In writing this piece I had a long discussion with a female friend, who disagreed with the premise of the Bechdel test, on the grounds that it was unrealistic. Women do, she argued, talk about men and babies. Everything in our lives is geared towards it. In this way then, the representation becomes a self-fulfilling prophecy – presenting women as one-dimensional and failing to offer a greater range of female characters. An excellent example of this can be found here. This raises the question; to what extent does real-life pass the Bechdel test? Are women’s relationships mediated or sustained by discussion about men, or related issues? If the spirit of the Bechdel test is expanded even further, to what extent is everything women do geared towards men or babies?
References and further reading/watching
The Bechdel Test:
http://www.youtube.com/watch?v=PH8JuizIXw8
Other References
Power, N. (2009) One Dimensional Woman, Zero Books.
Gill, Ros. (2007) Gender and the Media, Polity Press.
http://annenberg.usc.edu/News%20and%20Events/News/~/media/PDFs/Smith_GenderInequality500Films.ashx
http://annenberg.usc.edu/Faculty/Communication%20and%20Journalism/SmithS.aspx
http://latimesblogs.latimes.com/movies/2010/02/where-are-the-women-.html
I’ve been doing a lot with the Bechdel Test lately, and one update I’d love to see is a fourth criterion or an addition to the third: do they talk about something other than their bodies?
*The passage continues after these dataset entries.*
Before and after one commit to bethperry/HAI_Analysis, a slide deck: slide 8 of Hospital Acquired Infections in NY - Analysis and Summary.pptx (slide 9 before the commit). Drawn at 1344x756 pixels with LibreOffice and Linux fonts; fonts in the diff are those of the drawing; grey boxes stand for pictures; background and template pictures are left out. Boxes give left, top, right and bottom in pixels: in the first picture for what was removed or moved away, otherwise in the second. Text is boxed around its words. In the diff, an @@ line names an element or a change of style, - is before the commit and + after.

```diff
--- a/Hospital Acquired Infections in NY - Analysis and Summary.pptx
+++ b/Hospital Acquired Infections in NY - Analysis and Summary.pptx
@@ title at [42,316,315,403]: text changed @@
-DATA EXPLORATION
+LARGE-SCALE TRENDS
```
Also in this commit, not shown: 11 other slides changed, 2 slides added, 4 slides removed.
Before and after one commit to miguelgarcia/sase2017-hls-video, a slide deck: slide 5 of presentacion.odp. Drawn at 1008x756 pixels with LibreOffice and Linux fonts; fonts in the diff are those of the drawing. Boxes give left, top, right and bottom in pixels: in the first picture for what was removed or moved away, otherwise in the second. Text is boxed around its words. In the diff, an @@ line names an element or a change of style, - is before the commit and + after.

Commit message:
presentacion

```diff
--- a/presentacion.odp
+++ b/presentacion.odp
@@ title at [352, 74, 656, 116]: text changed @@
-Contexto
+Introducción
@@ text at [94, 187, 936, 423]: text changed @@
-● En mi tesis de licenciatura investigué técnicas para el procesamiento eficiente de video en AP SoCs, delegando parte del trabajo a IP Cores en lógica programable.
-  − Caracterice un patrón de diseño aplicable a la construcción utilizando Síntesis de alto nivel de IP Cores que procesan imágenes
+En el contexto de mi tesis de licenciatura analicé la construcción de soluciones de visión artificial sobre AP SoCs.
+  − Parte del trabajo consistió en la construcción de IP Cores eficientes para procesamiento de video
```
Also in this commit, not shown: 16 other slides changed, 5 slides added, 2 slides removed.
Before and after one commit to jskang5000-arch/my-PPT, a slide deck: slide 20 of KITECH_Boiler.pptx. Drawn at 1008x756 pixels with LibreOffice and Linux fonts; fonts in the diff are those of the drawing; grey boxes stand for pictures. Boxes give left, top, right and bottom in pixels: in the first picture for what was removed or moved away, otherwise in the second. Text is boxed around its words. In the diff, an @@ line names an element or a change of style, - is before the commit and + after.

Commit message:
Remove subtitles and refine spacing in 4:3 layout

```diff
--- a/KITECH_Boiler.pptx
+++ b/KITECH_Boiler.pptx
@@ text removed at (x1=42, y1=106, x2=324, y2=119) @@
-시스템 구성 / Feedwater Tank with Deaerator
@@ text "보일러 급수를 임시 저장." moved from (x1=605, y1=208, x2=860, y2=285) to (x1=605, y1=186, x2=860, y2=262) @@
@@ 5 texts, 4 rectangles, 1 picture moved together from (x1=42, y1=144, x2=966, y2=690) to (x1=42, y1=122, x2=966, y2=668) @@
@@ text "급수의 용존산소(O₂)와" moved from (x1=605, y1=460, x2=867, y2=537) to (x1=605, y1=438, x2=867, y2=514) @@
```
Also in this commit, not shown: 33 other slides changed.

I think it’s both a common topic (as to your friend’s assertion that women *do* often talk about their partners, whether men or women, with each other) *and* a pop culture trope. Think of how many commercials make it look as though we stand about in the gym going, “Gosh I wish I had your gorgeous body! I’m such a pile of useless blubber!” The other woman is then expected to respond with her own extensive critique of *her* body.
Letta, I think that would be a really good addition to both real-life and cultural appearances of the Bechdel test. I think there is definitely something in there about the difficulties of taking compliments, or of using comparisons with other women in order to rate ourselves. I think I’m lucky, in that my female friends are mostly very feminist and we call each other out on the self-body-shaming, but I know lots that don’t.
I suppose though, in the Bechdel context it is the inference that ‘if I had a body like yours I would be better suited to my pursuit of men”, rather than “I wish my body was stronger, fitter or better suited to reaching my own goals”, although differentiating those is always tricky.